Instructions to follow: Going line by line through the data below, report how many lines include the word "keep", with nothing added.
Top of Stored data
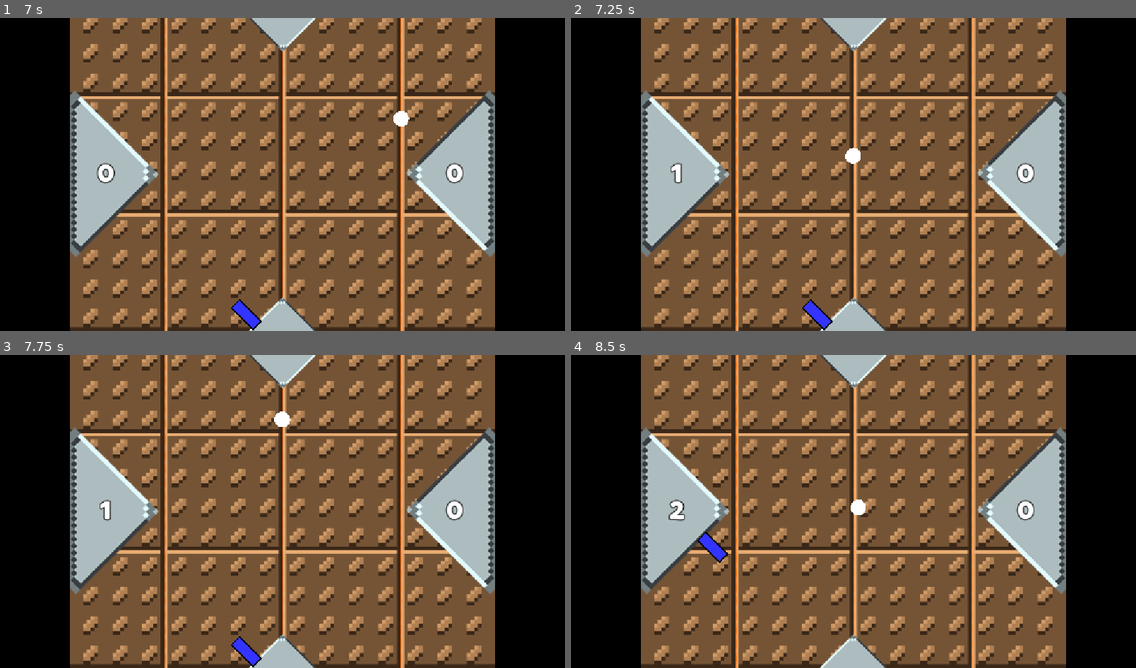
Above: before the commit, frames 1-4 (two rows, left to right).
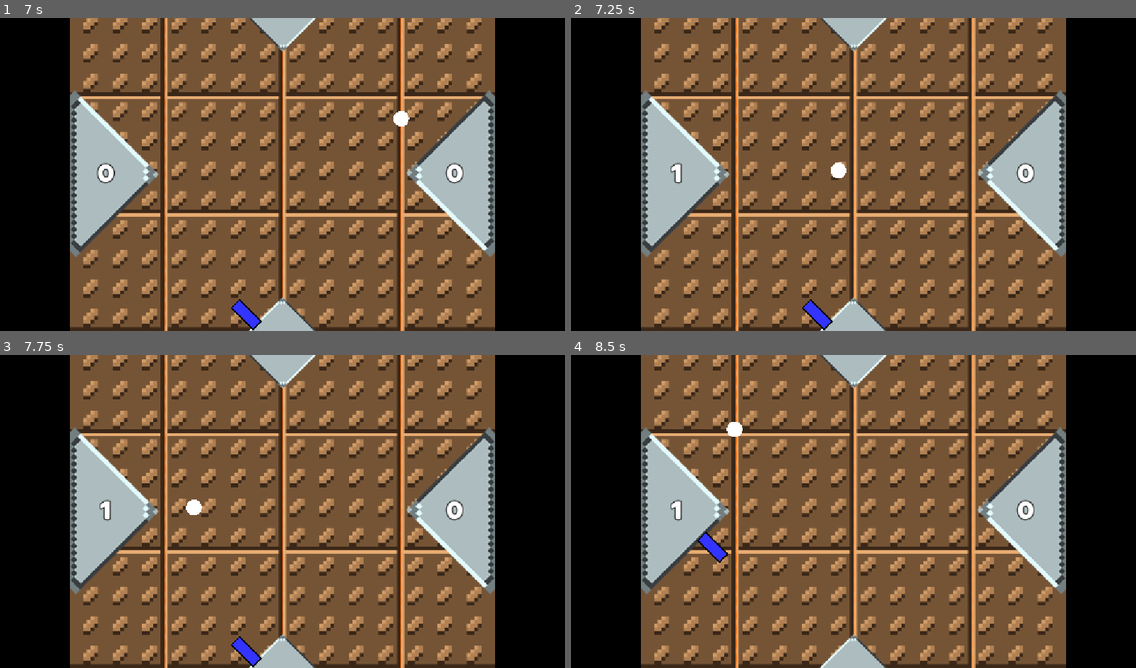
Above: after the commit, the same moments.

Repository: OskarSJ1337/GodotGame
Game: Godot game, scene res://scenes/menus/main_menu.tscn
Two runs of this game, one before a commit and one after it. Both use one fixed random seed, a clock stepped at 60 frames per second and the inputs below.
Inputs (mouse positions are in pixels of both pictures, inside the frame that each line leads up to):
- Up to frame 1 (7 s): click "Start" at 0.5 s; click (231, 89) at 1.27 s; type "12" at 1.35 s; click (231, 108) at 1.5 s; type "12" at 1.58 s; click "CLIENT" at 2 s; hold W (up) 2.78-3.53 s; hold S (down) 3.53-4.28 s; hold W (up) 4.28-5.78 s; hold S (down) from 5.78 s (still down)
- Up to frame 2 (7.25 s): keep holding S (down)
- Up to frame 3 (7.75 s): keep holding S (down)
- Up to frame 4 (8.5 s): release S (down) at 8.03 s; hold W (up) from 8.03 s (still down)

Frame 1 is identical in both runs. In frame 2, 0.2% of the frame differs, in the area x 46-52%, y 41-52%; in frame 3, 0.2%; in frame 4, 0.3%, in the area x 17-53%, y 21-54%.

Commit message:
Reste starting speed

Diff:
--- a/scenes/battle/ball.gd
+++ b/scenes/battle/ball.gd
@@ -19,6 +19,7 @@
 	position.x = 576
 	position.y = 312
 	dir = random_direction()
+	velocity = Vector2(-start_speed,0)
 
 func random_direction():
 	var new_dir := Vector2()
Bottom of Stored data
Result for this exercise: 2